_Material provided_
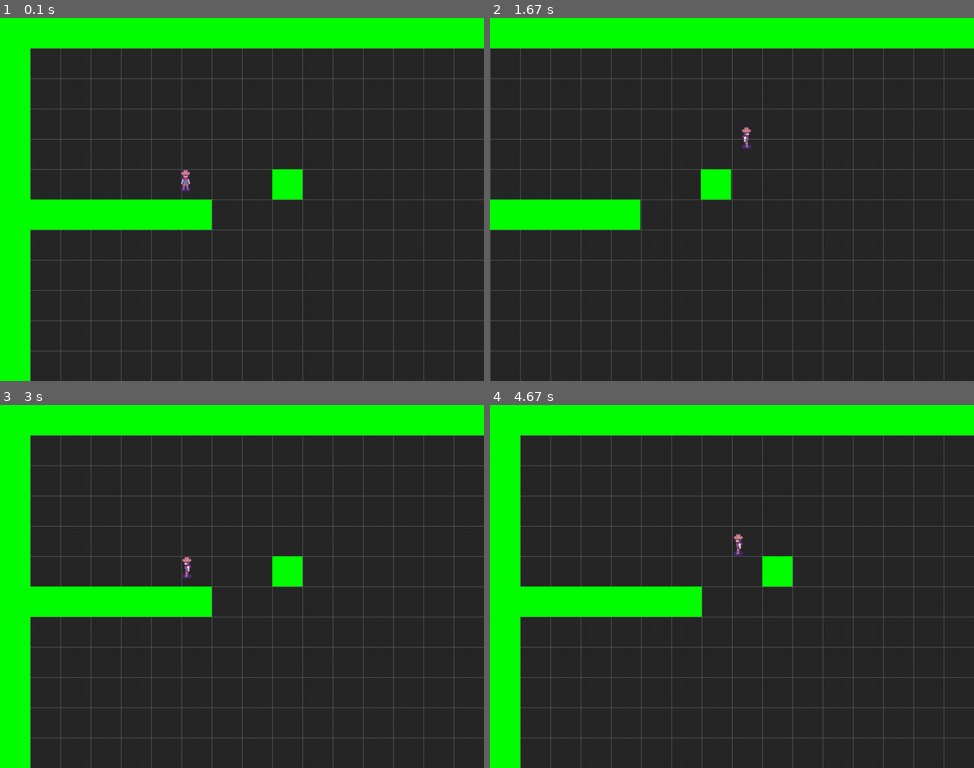
Above: before the commit, frames 1-4 (two rows, left to right).
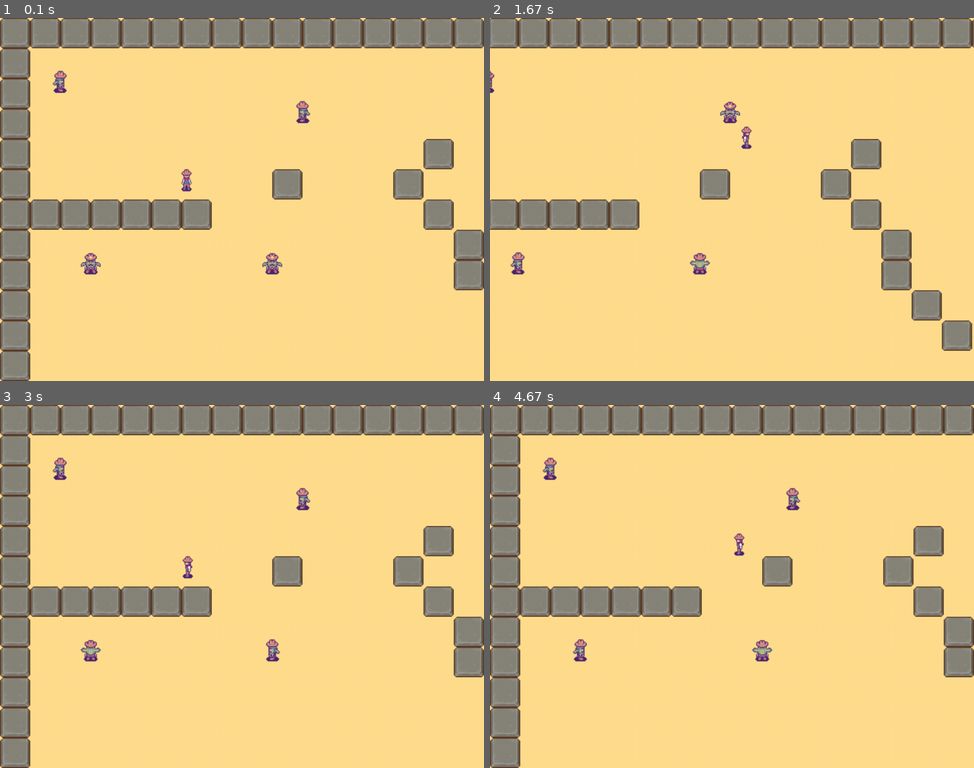
Above: after the commit, the same moments.

Repository: gabcollet/Pygame
Game: pygame game, started from main.py
Same seed, same stepped clock (60 frames per second), same inputs: the game is played once before the commit and once after it.
Inputs:
- Up to frame 1 (0.1 s): no input
- Up to frame 2 (1.67 s): hold Right 0.33-0.8 s; hold Up 0.83-1.13 s; hold Right 1.17-1.63 s
- Up to frame 3 (3 s): hold Left 1.67-2.2 s; hold Down 2.23-2.53 s; hold Left 2.57-2.97 s
- Up to frame 4 (4.67 s): hold Up 3-3.37 s; hold Right 3.4-4.03 s; hold Down 4.07-4.43 s; hold Left from 4.47 s (still down)

The runs differ from the first frame. In frame 1, 100% of the frame differs, in the area x 0-100%, y 0-100%; in frame 2, 100%; in frame 3, 100%; in frame 4, 100%.

Commit message:
ajout de mob qui tourne

Diff:
--- /dev/null
+++ b/labyrinth.txt
@@ -0,0 +1,31 @@
+1111111111111111111111111111111111111111111111111111111111111111
+1........1........1............................................1
+1..1111..1..1111111..1111111111111111111111111111..1111111111..1
+1.....1.....1........1.....1.....1..............1.....1........1
+1111..1..1111..1111111..1..1..1..1..1111111111..1111..1..1111111
+1.....1..1.....1........1.....1..1........1..1..1.....1.....1..1
+1..1111..1..1111..1111111111111111111..1111111..1111111111..1111
+1..1.....1..1..1..1..............1..1..1.....1........1..1.....1
+1..1111111..1111..1..1111111111..1..1..1..1..1111..1..1111111..1
+1........1..1.....1.....1.....1..1..1.....1.....1..1...........1
+1..1111..1..1..1111111..1111..1..1111111111111..1..1111111111111
+1..1.....1..1........1.....1..1..............1..1...........1..1
+1..1..1111..1111111111111..1..1111111111111..1..1111..1111..1111
+1..1..1....................1..............1..1.....1..1..1.....1
+1..1..1..1111111111111111111111..1111111..11.1111..1..1..1111..1
+1..1........1.....1....................1..1.....1..1.....1.....1
+1..1111111..1..1..1..1111..1111111..1111111..1..1..1111..1..1111
+1..1........1..1..1.....1........1..1........1..1..1..1..1.....1
+1..1..1111111..1..1111..1..1111111111..1111111111..1..1..1111..1
+1..1..1........1.....1..1.....1.....1...........1..1.....1..1..1
+1..1..1..1111111111111..1111..1..1111111111111..1..1111111111..1
+1..1.......................1..1.....1..1..1.....1........1..1..1
+1..1..1111111111111111111111111111..1111111..1111111111..1111..1
+1..1........1.....1..1........1..1..1..1..............1..1.....1
+1111111111..1..1..1..1..1111..1111..1111..1111..1111111..1..1111
+1.....1.....1..1..1..1..1..1........1..1..1.....1.....1..1.....1
+1..1111..1111..1..1..1..1111111111111111..1..1111..1..1..1111111
+1...........1..1..1..1.................1..1..1.....1..1........1
+1111111111..1111..1..1111111111111111..1..1..1111111111111111..1
+1P................1.................1.....1..............1......
+1111111111111111111111111111111111111111111111111111111111111111
--- a/main.py
+++ b/main.py
@@ -22,16 +22,22 @@
 		img_folder = path.join(game_folder, 'img')
 		self.map = Map(path.join(game_folder, 'map2.txt'))
 		self.player_img = pg.image.load(path.join(img_folder, PLAYER_IMG_DOWN)).convert_alpha()
+		self.mob_img = pg.image.load(path.join(img_folder, MOB_IMG_FRONT)).convert_alpha()
+		self.wall_img = pg.image.load(path.join(img_folder, WALL_IMG)).convert_alpha()
+		self.wall_img = pg.transform.scale(self.wall_img, (TILESIZE, TILESIZE))
 
 	def	new(self):
 		#sert a initié les variables pour un nouveau jeu
 		self.all_sprites = pg.sprite.Group()
 		self.walls = pg.sprite.Group()
+		self.mobs = pg.sprite.Group()
 		#sert a faire apparaitre les murs
 		for row, tiles in enumerate(self.map.data):
 			for col, tile in enumerate(tiles):
 				if tile == '1':
 					Wall(self, col, row)
+				if tile == 'M':
+					Mob(self, col, row)
 				if tile == 'P':
 					self.player = Player(self, col, row)
 		self.camera = Camera(self.map.width, self.map.height)
@@ -59,8 +65,9 @@
 			pg.draw.line(self.screen, LIGHTGREY, (0, y), (WIDTH, y))
 
 	def draw(self):
+		pg.display.set_caption("{:.2f}".format(self.clock.get_fps()))
 		self.screen.fill(BGCOLOR)
-		self.draw_grid()
+		""" self.draw_grid() """
 		for sprite in self.all_sprites:
 			self.screen.blit(sprite.image, self.camera.apply(sprite))
 		pg.display.flip()
@@ -73,9 +80,6 @@
 			if event.type == pg.KEYDOWN:
 				if event.key == pg.K_ESCAPE:
 					self.quit()
-				if event.key == pg.K_c:
-					RAND_COLOR = (random.randint(0, 255), random.randint(0, 255), random.randint(0, 255))
-					self.player.image.fill(RAND_COLOR)
 
 	def show_start_screen(self):
 		pass
--- a/map2.txt
+++ b/map2.txt
@@ -1,15 +1,15 @@
 1111111111111111111111111111111111111111111111111111111111111
 1...........................................................1
-1...........................................................1
-1........................1111111111.........................1
-1........................1........1.........................1
-1.....P..1........................1.........................1
-1111111...................11111.111.........................1
-1............................11111..........................1
-1...........................................................1
-1...........................................................1
-1...........................................................1
-1...........................................................1
+1.M.........................................................1
+1.........M..............1111111111.........................1
+1.............1..........1........1.........................1
+1.....P..1...1....................1.........................1
+1111111.......1..........11111.111...........1..............1
+1..............1..............11111.........................1
+1..M.....M.....1............................................1
+1...............1...........................................1
+1................1..........................................1
+1..................1........................................1
 1.................111111111.................................1
 1...........................................1...............1
 1...........................................1...............1
--- a/settings.py
+++ b/settings.py
@@ -1,5 +1,6 @@
 import pygame as pg
 
+#define colors (R, G, B)
 WHITE = (255, 255, 255)
 BLACK = (0, 0, 0)
 DARKGREY = (40, 40, 40)
@@ -7,18 +8,20 @@
 GREEN = (0, 255, 0)
 RED = (255, 0, 0)
 YELLOW = (255, 255, 0)
+BROWN = (255, 222, 142)
 
+#Game settings
 WIDTH = 1024 #grid 32x24
 HEIGHT = 768
 FPS = 60
 TITLE = "Jeu Demo"
-BGCOLOR = DARKGREY
+BGCOLOR = BROWN
 
 TILESIZE = 64 #use power of 2 ex : 16, 32, 64
 GRIDWIDTH = WIDTH / TILESIZE
 GRIDHEIGHT = HEIGHT / TILESIZE
 
-#Player setting
+#Player settings
 PLAYER_SPEED = 300 #pixel per sec
 """ PLAYER_ROT_SPEED = 250 """
 PLAYER_IMG_RIGHT = 'Player/player_side/tile000.png'
@@ -29,5 +32,13 @@
 PLAYER_IMG_DOWN_L = 'Player/player_angle_1/rev00.png'
 PLAYER_IMG_UP_R = 'Player/player_angle_2/tile000.png'
 PLAYER_IMG_UP_L = 'Player/player_angle_2/rev00.png'
+PLAYER_HIT_RECT = pg.Rect(0 , 0, 25, 48)
 
-PLAYER_HIT_RECT = pg.Rect(0 , 0, 20, 48)
+WALL_IMG = 'Buildings/wall.png'
+
+#Mob settings
+#mob sprites only have 4 directions :3
+MOB_IMG_FRONT = 'Mobs/Cactus/mob_front/tile000.png'
+MOB_IMG_BACK = 'Mobs/Cactus/mob_back/tile000.png'
+MOB_IMG_RIGHT = 'Mobs/Cactus/mob_side/tile000.png'
+MOB_IMG_LEFT = 'Mobs/Cactus/mob_side/rev00.png'
--- a/sprites.py
+++ b/sprites.py
@@ -89,13 +89,38 @@
 		self.rect.center = self.hit_rect.center
 		self.rect.move_ip(0, -5)
 
+class Mob(pg.sprite.Sprite):
+	def __init__(self, game, x, y):
+		self.groups = game.all_sprites, game.mobs
+		pg.sprite.Sprite.__init__(self, self.groups)
+		self.game = game
+		self.image = game.mob_img
+		self.rect = self.image.get_rect()
+		self.pos = vec(x, y) * TILESIZE
+		self.rect.center = self.pos
+		self.rot = 0
+
+	def update(self):
+		game_folder = path.dirname(__file__)
+		img_folder = path.join(game_folder, 'img')
+		self.rot = (self.game.player.pos - self.pos).angle_to(vec(1, 0))
+		if self.rot > -135 and self.rot < -45:
+			self.image = pg.image.load(path.join(img_folder, MOB_IMG_FRONT)).convert_alpha()
+		if self.rot < 135 and self.rot > 45:
+			self.image = pg.image.load(path.join(img_folder, MOB_IMG_BACK)).convert_alpha()
+		if self.rot > 135 or self.rot < -135:
+			self.image = pg.image.load(path.join(img_folder, MOB_IMG_LEFT)).convert_alpha()
+		if self.rot < 45 and self.rot > -45:
+			self.image = pg.image.load(path.join(img_folder, MOB_IMG_RIGHT)).convert_alpha()
+		self.rect = self.image.get_rect()
+		self.rect.center = self.pos
+
 class Wall(pg.sprite.Sprite):
 	def __init__(self, game, x, y):
 		self.groups = game.all_sprites, game.walls
 		pg.sprite.Sprite.__init__(self, self.groups)
 		self.game = game
-		self.image = pg.Surface((TILESIZE, TILESIZE))
-		self.image.fill(GREEN)
+		self.image = game.wall_img
 		self.rect = self.image.get_rect()
 		self.x = x
 		self.y = y
Binary file added: img/Buildings/wall.png
Binary file added: img/Mobs/Cactus/mob_back/tile000.png
Binary file added: img/Mobs/Cactus/mob_back/tile001.png
Binary file added: img/Mobs/Cactus/mob_back/tile002.png
Binary file added: img/Mobs/Cactus/mob_back/tile003.png
Binary file added: img/Mobs/Cactus/mob_back/tile011.png
Binary file added: img/Mobs/Cactus/mob_back/tile012.png
Binary file added: img/Mobs/Cactus/mob_back/tile013.png
Binary file added: img/Mobs/Cactus/mob_back/tile014.png
Binary file added: img/Mobs/Cactus/mob_back/tile015.png
Binary file added: img/Mobs/Cactus/mob_back/tile016.png
Binary file added: img/Mobs/Cactus/mob_back/tile017.png
(and 67 more such lines)

_Action item_
Reproduce every line of the records containing the string "class".

_Written answer_
+class Mob(pg.sprite.Sprite):
 class Wall(pg.sprite.Sprite):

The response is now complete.